WRITTEN ON January 19th, 2009 BY Ruth Kennedy AND STORED IN Design: user-oriented, What do we want?

Oh no. How very disappointing.
I’m trying to help the government by completing my self assessment for 07-08 online. I’m trying to be good and early-ish (there’s 2 weeks to go and I am here, with all the paperwork, ready to log in to the Government Gateway using that remarkably unmemorable pin number.

BUT! I don’t have all the paperwork. I can’t find my P60 PAYE income summary anywhere. Rats! But I can’t be the only one – surely lots of people are simultaneously discovering their filing mishaps at exactly this moment in time? I ring HMRC. Various options to choose from. On hold for about 7 minutes. I thought maybe the nice person I spoke to could just read the information off the system (I only need the total earned and tax paid). But she can’t do that. I have to ring the right tax office (this obviously isn’t it), and they have to send the form to me. It’s not available online for me to access, alas. I phone the new number she gives me – a different tax office. On hold for 4.5 minutes (music more crackly though). Friendly person answers. Lots of security Qs (all of which could have been answered by someone who’d intercepted a piece of mail to me from HMRC and looked my phone number up in the phone book). Oh no! she can’t help because I’m now speaking to (another) wrong tax office (the tax office changed from Wales to Scotland when my employer changed).
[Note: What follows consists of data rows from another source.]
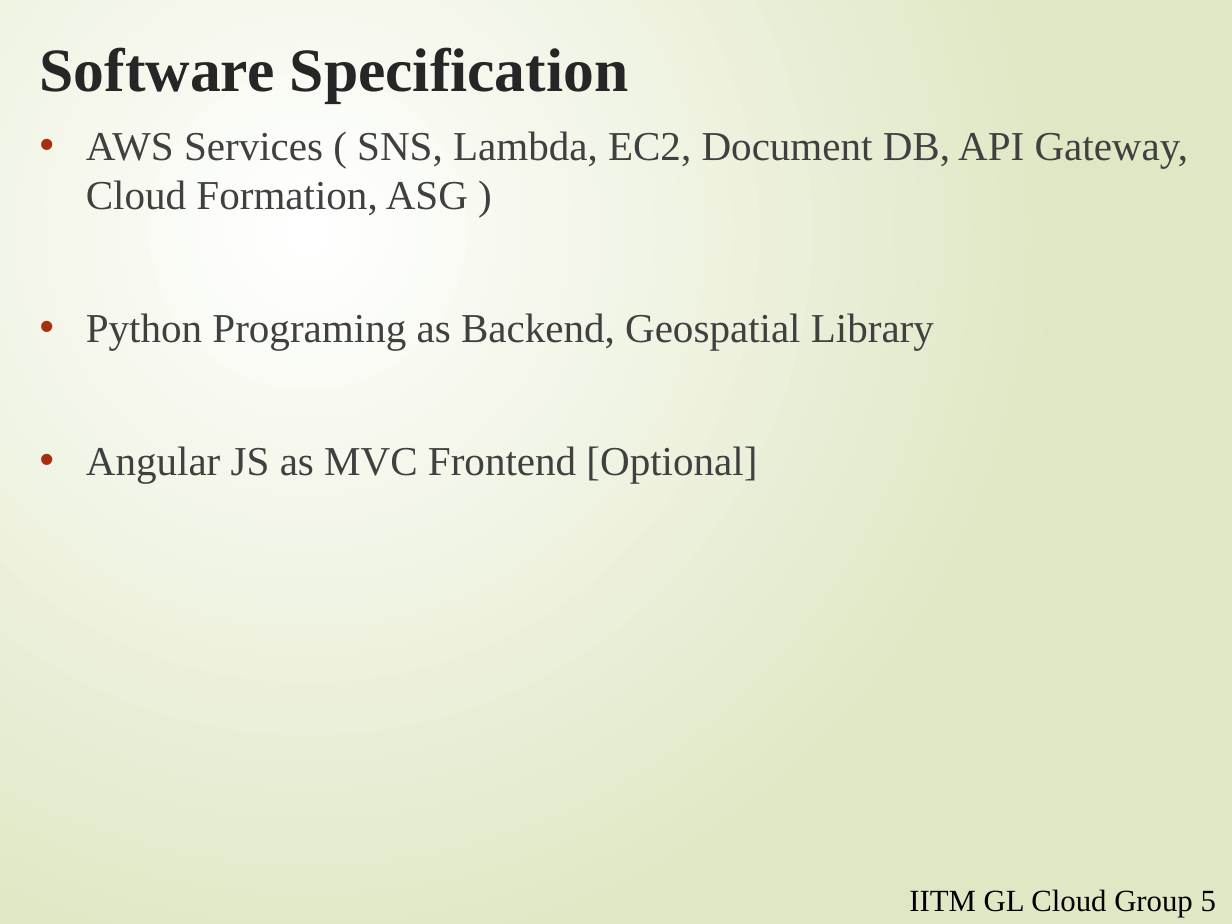
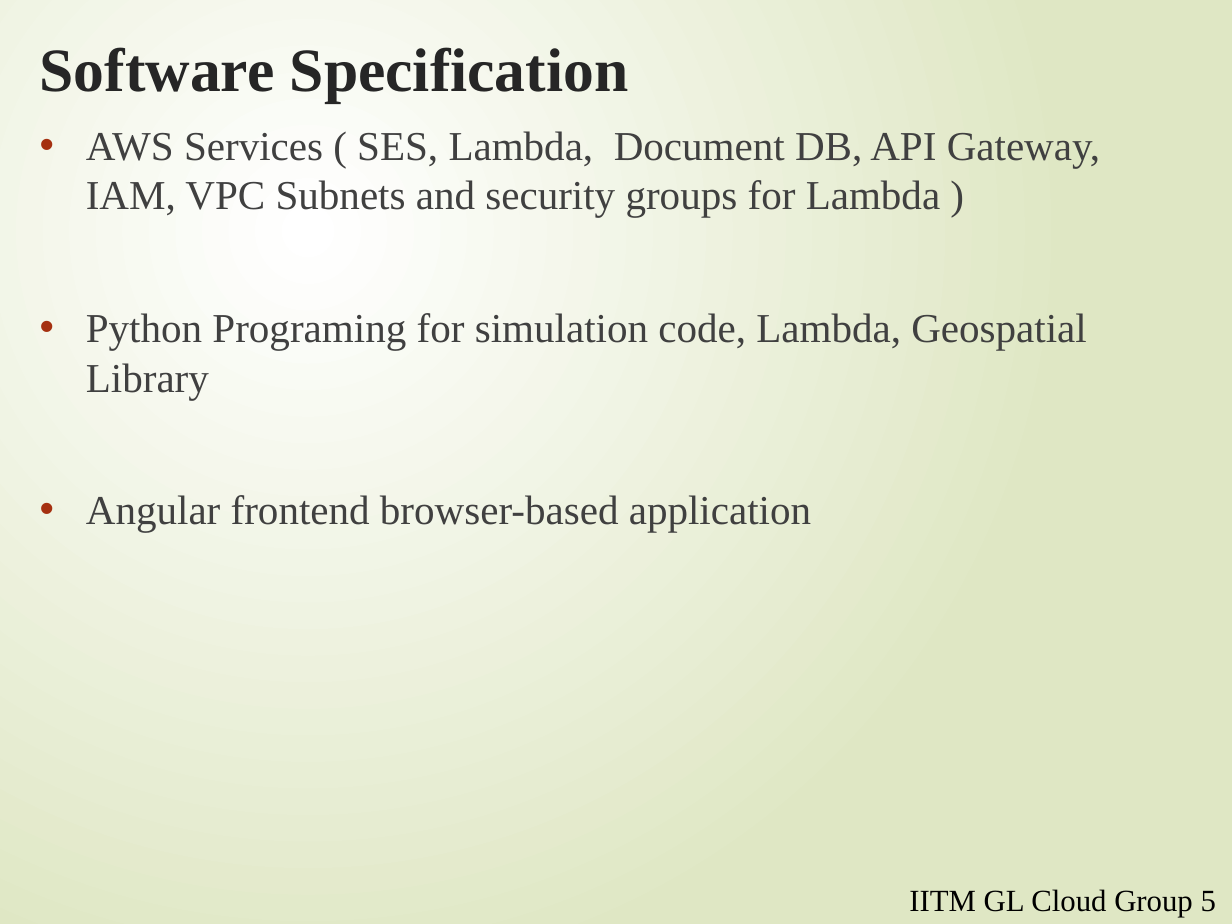
Before and after one commit to smitagarg1/Taxi-Agg_Final-Submission, a slide deck: slide 7 of GLTaxiAgg-BookingandTracking System.pptx (slide 10 before the commit). Drawn at 1232x924 pixels with LibreOffice and Linux fonts; fonts in the diff are those of the drawing. Boxes give left, top, right and bottom in pixels: in the first picture for what was removed or moved away, otherwise in the second. Text is boxed around its words. In the diff, an @@ line names an element or a change of style, - is before the commit and + after.

Commit message:
Modify documents

```diff
--- a/GLTaxiAgg-BookingandTracking System.pptx
+++ b/GLTaxiAgg-BookingandTracking System.pptx
@@ text at (x1=86, y1=131, x2=1100, y2=532): text changed @@
-• AWS Services ( SNS, Lambda, EC2, Document DB, API Gateway, Cloud Formation, ASG )
-• Python Programing as Backend, Geospatial Library
-• Angular JS as MVC Frontend [Optional]
+• AWS Services ( SES, Lambda, Document DB, API Gateway, IAM, VPC Subnets and security groups for Lambda )
+• Python Programing for simulation code, Lambda, Geospatial Library
+• Angular frontend browser-based application
```
Also in this commit, not shown: 7 other slides changed, 4 slides added, 14 slides removed, 2 other files.

I ask how come nothing is joined up behind the scenes. and how come it’s not easier to get hold of the P60 info (given that lots of people must need it). The lady politely declines to comment (“I’m sorry, I can’t answer that because these calls are recorded”). So she gives me yet ANOTHER 0845 number to call. I call it. Identical list of options (Have I called the previous number by mistake? Nothing tells me I am calling the ‘local’ (Lothian) tax office that I know I need) I am on hold for what feels like forever, but it’s only about 6 minutes. Then the recorded message tells me they are suffering high call volume, implies that they have insufficient advisers to answer the calls, and abruptly tells me to try at another time, before cutting me off.

I am wondering when between now and the 31 Jan will be a better time to call. And when these set-piece, predictable, ‘touching the state’ experiences will feel effortless and less frustrating.

6 Responses to “*SIGH* The return of the annual tax return un-ideal government”

 
Ideal Gov administrator wrote on January 20th, 2009 5:24 pm :

It is SO miserable.

I do feel that the moment of payment is the moment I most want to say (on a comps slip, for example) please DO NOT spend this money on

– wars (on anything)
– surveillance

David Moss wrote on January 20th, 2009 10:15 pm :

Worth noting that HMRC can rise to the occasion.

If you deal with the Corporation Tax people, they are very bright, very quick on the uptake and open to reasonable negotiation.

If you deal with the R&D claims people, it’s first name terms half way through the first phone call and they ring you to apologise if the cheque is sent out on Tuesday instead of Monday.

It’s a different story in PAYE. As you describe.

David Moss wrote on January 20th, 2009 10:28 pm :

The story you tell is dismal.

Compare that with the true story of a man not a million miles away from myself who suffered a bit of identity theft – the banks/credit card companies acquitted themselves brilliantly.

IPS still like to pretend that their ID cards will prevent (sic) identity theft. Imagine that, one day, despite Sir James Crosby, they got their way and that IPS ID cards wormed their way into the nation’s payment systems.

Do you think the service would be as good as the banks’ and credit card companies’? Or better? Or more like PAYE? How long would it be before we were reduced to a barter economy?

I met an IT person at a party just after Christmas. (I am in confessional mood.) He works for HMRC. No names, no pack drill.

We were talking about the tax credits system. There are apparently 2,000 or so unique combinations of … things … that affect each claimant’s tax credit amount. And those things can change daily.

My interlocutor reckoned it would take between 6 and 8 weeks for each change to be processed through the system. And that’s with the bright sparks in the Treasury pressing the buttons. Translate those figures into IPS speak and … you’ll be begging for the return of the days when you only had to deal with PAYE.

David Moss wrote on January 20th, 2009 10:32 pm :

A couple of ideas:

1. You could always ring up your previous employer and ask them for the P60 figures.

2. Or the Mail on Sunday. Remember, they had the source code for the UK Government Gateway for a while and some logon details. If your previous employer submitted their returns online, the MoS ought to be able to log on and get them for you. Everyone in Europe should know that.

Feargal Hogan wrote on January 26th, 2009 4:27 am :

Do a paper return BEFORE Sept 30th and just make up the figures. They compare them to the correct figures and correct any mistakes.

Tom Chiverton wrote on February 7th, 2009 11:53 pm :

This is why the old paper forms were better. The fine was only for non-return, not non-completed in minute detail with numbers the government already has.

So the two years when the government tried it on me, I filled in as much as I could there and then but mailed it back a week before the dead line.
Never heard a thing back, so it must have been OK.